TASK TO CARRY OUT =
Produce an exact copy of the data below.

PROVIDED INFORMATION =
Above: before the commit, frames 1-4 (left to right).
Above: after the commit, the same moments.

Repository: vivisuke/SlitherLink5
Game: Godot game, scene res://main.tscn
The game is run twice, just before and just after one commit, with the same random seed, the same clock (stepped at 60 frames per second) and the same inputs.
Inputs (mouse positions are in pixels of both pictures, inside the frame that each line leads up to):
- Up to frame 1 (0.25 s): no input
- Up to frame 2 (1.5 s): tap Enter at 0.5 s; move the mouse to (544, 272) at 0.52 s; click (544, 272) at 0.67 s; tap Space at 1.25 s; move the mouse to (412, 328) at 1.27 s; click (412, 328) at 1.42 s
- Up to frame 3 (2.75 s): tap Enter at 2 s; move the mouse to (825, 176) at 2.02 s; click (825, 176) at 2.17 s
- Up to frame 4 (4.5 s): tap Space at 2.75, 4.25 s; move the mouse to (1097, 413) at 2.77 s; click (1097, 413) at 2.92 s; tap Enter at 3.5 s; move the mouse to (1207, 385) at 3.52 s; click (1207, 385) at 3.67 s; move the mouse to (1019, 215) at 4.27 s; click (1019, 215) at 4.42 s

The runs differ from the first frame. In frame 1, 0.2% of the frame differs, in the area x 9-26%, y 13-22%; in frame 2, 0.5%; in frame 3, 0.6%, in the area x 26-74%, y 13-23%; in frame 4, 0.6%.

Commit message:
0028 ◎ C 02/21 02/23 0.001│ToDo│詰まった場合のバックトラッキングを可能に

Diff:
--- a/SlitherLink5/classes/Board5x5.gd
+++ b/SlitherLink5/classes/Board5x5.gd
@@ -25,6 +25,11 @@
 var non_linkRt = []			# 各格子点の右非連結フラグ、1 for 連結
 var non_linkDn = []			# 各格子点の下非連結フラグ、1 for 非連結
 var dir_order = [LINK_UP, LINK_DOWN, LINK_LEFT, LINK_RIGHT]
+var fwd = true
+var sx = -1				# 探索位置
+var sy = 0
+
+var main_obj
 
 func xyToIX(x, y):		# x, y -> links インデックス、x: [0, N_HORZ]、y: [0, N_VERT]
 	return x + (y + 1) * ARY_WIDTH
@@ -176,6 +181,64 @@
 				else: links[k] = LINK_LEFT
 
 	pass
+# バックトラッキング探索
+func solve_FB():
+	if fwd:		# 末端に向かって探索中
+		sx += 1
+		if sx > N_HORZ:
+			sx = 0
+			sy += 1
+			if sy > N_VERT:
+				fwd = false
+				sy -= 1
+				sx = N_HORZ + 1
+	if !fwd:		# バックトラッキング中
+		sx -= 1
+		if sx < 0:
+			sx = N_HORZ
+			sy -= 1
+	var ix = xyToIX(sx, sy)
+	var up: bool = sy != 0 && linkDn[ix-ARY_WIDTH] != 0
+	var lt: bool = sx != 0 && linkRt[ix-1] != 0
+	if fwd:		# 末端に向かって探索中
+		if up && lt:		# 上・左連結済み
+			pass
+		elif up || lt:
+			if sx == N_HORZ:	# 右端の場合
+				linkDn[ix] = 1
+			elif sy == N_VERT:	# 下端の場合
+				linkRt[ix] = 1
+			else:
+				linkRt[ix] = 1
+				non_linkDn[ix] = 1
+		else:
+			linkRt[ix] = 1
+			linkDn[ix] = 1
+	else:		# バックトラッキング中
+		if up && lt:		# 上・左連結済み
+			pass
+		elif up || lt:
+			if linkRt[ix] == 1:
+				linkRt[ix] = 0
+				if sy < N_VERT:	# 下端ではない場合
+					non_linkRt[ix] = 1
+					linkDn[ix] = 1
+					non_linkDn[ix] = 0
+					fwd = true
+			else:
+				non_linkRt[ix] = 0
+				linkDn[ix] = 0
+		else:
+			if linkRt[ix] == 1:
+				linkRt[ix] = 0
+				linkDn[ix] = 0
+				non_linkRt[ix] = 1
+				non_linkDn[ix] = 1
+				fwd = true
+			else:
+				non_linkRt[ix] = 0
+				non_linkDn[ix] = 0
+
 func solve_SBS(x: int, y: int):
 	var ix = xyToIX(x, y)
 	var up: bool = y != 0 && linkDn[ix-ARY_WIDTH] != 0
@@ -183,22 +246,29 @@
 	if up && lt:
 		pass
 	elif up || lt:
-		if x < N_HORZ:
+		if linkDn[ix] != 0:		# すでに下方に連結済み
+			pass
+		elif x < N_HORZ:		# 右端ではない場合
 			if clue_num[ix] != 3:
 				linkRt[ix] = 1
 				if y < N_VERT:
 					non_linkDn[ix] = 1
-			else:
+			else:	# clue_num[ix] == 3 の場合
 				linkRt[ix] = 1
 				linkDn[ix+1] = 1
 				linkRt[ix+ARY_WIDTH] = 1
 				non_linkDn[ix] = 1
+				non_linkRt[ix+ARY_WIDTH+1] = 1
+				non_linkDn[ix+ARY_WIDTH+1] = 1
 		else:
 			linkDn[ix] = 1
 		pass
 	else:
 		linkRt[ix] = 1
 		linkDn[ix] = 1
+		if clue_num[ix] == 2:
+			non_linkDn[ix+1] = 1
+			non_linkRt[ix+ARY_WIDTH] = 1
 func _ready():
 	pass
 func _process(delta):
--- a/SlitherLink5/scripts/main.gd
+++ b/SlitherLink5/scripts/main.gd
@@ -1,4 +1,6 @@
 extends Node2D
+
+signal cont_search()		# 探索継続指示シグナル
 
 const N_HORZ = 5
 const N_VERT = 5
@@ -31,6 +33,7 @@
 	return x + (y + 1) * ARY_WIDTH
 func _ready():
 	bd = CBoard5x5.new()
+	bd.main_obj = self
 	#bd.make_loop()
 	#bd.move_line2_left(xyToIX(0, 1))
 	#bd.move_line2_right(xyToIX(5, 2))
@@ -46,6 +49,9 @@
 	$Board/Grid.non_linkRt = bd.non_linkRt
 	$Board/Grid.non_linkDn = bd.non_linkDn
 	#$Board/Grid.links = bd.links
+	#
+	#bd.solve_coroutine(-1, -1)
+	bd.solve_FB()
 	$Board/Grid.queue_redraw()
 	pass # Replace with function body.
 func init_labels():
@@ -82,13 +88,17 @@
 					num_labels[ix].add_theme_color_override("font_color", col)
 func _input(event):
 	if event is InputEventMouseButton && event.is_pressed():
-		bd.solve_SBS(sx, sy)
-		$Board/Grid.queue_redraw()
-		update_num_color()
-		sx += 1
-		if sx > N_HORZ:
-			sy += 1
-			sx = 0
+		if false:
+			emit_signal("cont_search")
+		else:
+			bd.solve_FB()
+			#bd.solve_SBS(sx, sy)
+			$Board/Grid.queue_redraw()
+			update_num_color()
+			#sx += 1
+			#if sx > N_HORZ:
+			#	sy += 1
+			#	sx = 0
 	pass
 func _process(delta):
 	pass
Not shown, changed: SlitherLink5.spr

RESPONSE AREA =
Above: before the commit, frames 1-4 (left to right).
Above: after the commit, the same moments.

Repository: vivisuke/SlitherLink5
Game: Godot game, scene res://main.tscn
The game is run twice, just before and just after one commit, with the same random seed, the same clock (stepped at 60 frames per second) and the same inputs.
Inputs (mouse positions are in pixels of both pictures, inside the frame that each line leads up to):
- Up to frame 1 (0.25 s): no input
- Up to frame 2 (1.5 s): tap Enter at 0.5 s; move the mouse to (544, 272) at 0.52 s; click (544, 272) at 0.67 s; tap Space at 1.25 s; move the mouse to (412, 328) at 1.27 s; click (412, 328) at 1.42 s
- Up to frame 3 (2.75 s): tap Enter at 2 s; move the mouse to (825, 176) at 2.02 s; click (825, 176) at 2.17 s
- Up to frame 4 (4.5 s): tap Space at 2.75, 4.25 s; move the mouse to (1097, 413) at 2.77 s; click (1097, 413) at 2.92 s; tap Enter at 3.5 s; move the mouse to (1207, 385) at 3.52 s; click (1207, 385) at 3.67 s; move the mouse to (1019, 215) at 4.27 s; click (1019, 215) at 4.42 s

The runs differ from the first frame. In frame 1, 0.2% of the frame differs, in the area x 9-26%, y 13-22%; in frame 2, 0.5%; in frame 3, 0.6%, in the area x 26-74%, y 13-23%; in frame 4, 0.6%.

Commit message:
0028 ◎ C 02/21 02/23 0.001│ToDo│詰まった場合のバックトラッキングを可能に

Diff:
--- a/SlitherLink5/classes/Board5x5.gd
+++ b/SlitherLink5/classes/Board5x5.gd
@@ -25,6 +25,11 @@
 var non_linkRt = []			# 各格子点の右非連結フラグ、1 for 連結
 var non_linkDn = []			# 各格子点の下非連結フラグ、1 for 非連結
 var dir_order = [LINK_UP, LINK_DOWN, LINK_LEFT, LINK_RIGHT]
+var fwd = true
+var sx = -1				# 探索位置
+var sy = 0
+
+var main_obj
 
 func xyToIX(x, y):		# x, y -> links インデックス、x: [0, N_HORZ]、y: [0, N_VERT]
 	return x + (y + 1) * ARY_WIDTH
@@ -176,6 +181,64 @@
 				else: links[k] = LINK_LEFT
 
 	pass
+# バックトラッキング探索
+func solve_FB():
+	if fwd:		# 末端に向かって探索中
+		sx += 1
+		if sx > N_HORZ:
+			sx = 0
+			sy += 1
+			if sy > N_VERT:
+				fwd = false
+				sy -= 1
+				sx = N_HORZ + 1
+	if !fwd:		# バックトラッキング中
+		sx -= 1
+		if sx < 0:
+			sx = N_HORZ
+			sy -= 1
+	var ix = xyToIX(sx, sy)
+	var up: bool = sy != 0 && linkDn[ix-ARY_WIDTH] != 0
+	var lt: bool = sx != 0 && linkRt[ix-1] != 0
+	if fwd:		# 末端に向かって探索中
+		if up && lt:		# 上・左連結済み
+			pass
+		elif up || lt:
+			if sx == N_HORZ:	# 右端の場合
+				linkDn[ix] = 1
+			elif sy == N_VERT:	# 下端の場合
+				linkRt[ix] = 1
+			else:
+				linkRt[ix] = 1
+				non_linkDn[ix] = 1
+		else:
+			linkRt[ix] = 1
+			linkDn[ix] = 1
+	else:		# バックトラッキング中
+		if up && lt:		# 上・左連結済み
+			pass
+		elif up || lt:
+			if linkRt[ix] == 1:
+				linkRt[ix] = 0
+				if sy < N_VERT:	# 下端ではない場合
+					non_linkRt[ix] = 1
+					linkDn[ix] = 1
+					non_linkDn[ix] = 0
+					fwd = true
+			else:
+				non_linkRt[ix] = 0
+				linkDn[ix] = 0
+		else:
+			if linkRt[ix] == 1:
+				linkRt[ix] = 0
+				linkDn[ix] = 0
+				non_linkRt[ix] = 1
+				non_linkDn[ix] = 1
+				fwd = true
+			else:
+				non_linkRt[ix] = 0
+				non_linkDn[ix] = 0
+
 func solve_SBS(x: int, y: int):
 	var ix = xyToIX(x, y)
 	var up: bool = y != 0 && linkDn[ix-ARY_WIDTH] != 0
@@ -183,22 +246,29 @@
 	if up && lt:
 		pass
 	elif up || lt:
-		if x < N_HORZ:
+		if linkDn[ix] != 0:		# すでに下方に連結済み
+			pass
+		elif x < N_HORZ:		# 右端ではない場合
 			if clue_num[ix] != 3:
 				linkRt[ix] = 1
 				if y < N_VERT:
 					non_linkDn[ix] = 1
-			else:
+			else:	# clue_num[ix] == 3 の場合
 				linkRt[ix] = 1
 				linkDn[ix+1] = 1
 				linkRt[ix+ARY_WIDTH] = 1
 				non_linkDn[ix] = 1
+				non_linkRt[ix+ARY_WIDTH+1] = 1
+				non_linkDn[ix+ARY_WIDTH+1] = 1
 		else:
 			linkDn[ix] = 1
 		pass
 	else:
 		linkRt[ix] = 1
 		linkDn[ix] = 1
+		if clue_num[ix] == 2:
+			non_linkDn[ix+1] = 1
+			non_linkRt[ix+ARY_WIDTH] = 1
 func _ready():
 	pass
 func _process(delta):
--- a/SlitherLink5/scripts/main.gd
+++ b/SlitherLink5/scripts/main.gd
@@ -1,4 +1,6 @@
 extends Node2D
+
+signal cont_search()		# 探索継続指示シグナル
 
 const N_HORZ = 5
 const N_VERT = 5
@@ -31,6 +33,7 @@
 	return x + (y + 1) * ARY_WIDTH
 func _ready():
 	bd = CBoard5x5.new()
+	bd.main_obj = self
 	#bd.make_loop()
 	#bd.move_line2_left(xyToIX(0, 1))
 	#bd.move_line2_right(xyToIX(5, 2))
@@ -46,6 +49,9 @@
 	$Board/Grid.non_linkRt = bd.non_linkRt
 	$Board/Grid.non_linkDn = bd.non_linkDn
 	#$Board/Grid.links = bd.links
+	#
+	#bd.solve_coroutine(-1, -1)
+	bd.solve_FB()
 	$Board/Grid.queue_redraw()
 	pass # Replace with function body.
 func init_labels():
@@ -82,13 +88,17 @@
 					num_labels[ix].add_theme_color_override("font_color", col)
 func _input(event):
 	if event is InputEventMouseButton && event.is_pressed():
-		bd.solve_SBS(sx, sy)
-		$Board/Grid.queue_redraw()
-		update_num_color()
-		sx += 1
-		if sx > N_HORZ:
-			sy += 1
-			sx = 0
+		if false:
+			emit_signal("cont_search")
+		else:
+			bd.solve_FB()
+			#bd.solve_SBS(sx, sy)
+			$Board/Grid.queue_redraw()
+			update_num_color()
+			#sx += 1
+			#if sx > N_HORZ:
+			#	sy += 1
+			#	sx = 0
 	pass
 func _process(delta):
 	pass
Not shown, changed: SlitherLink5.spr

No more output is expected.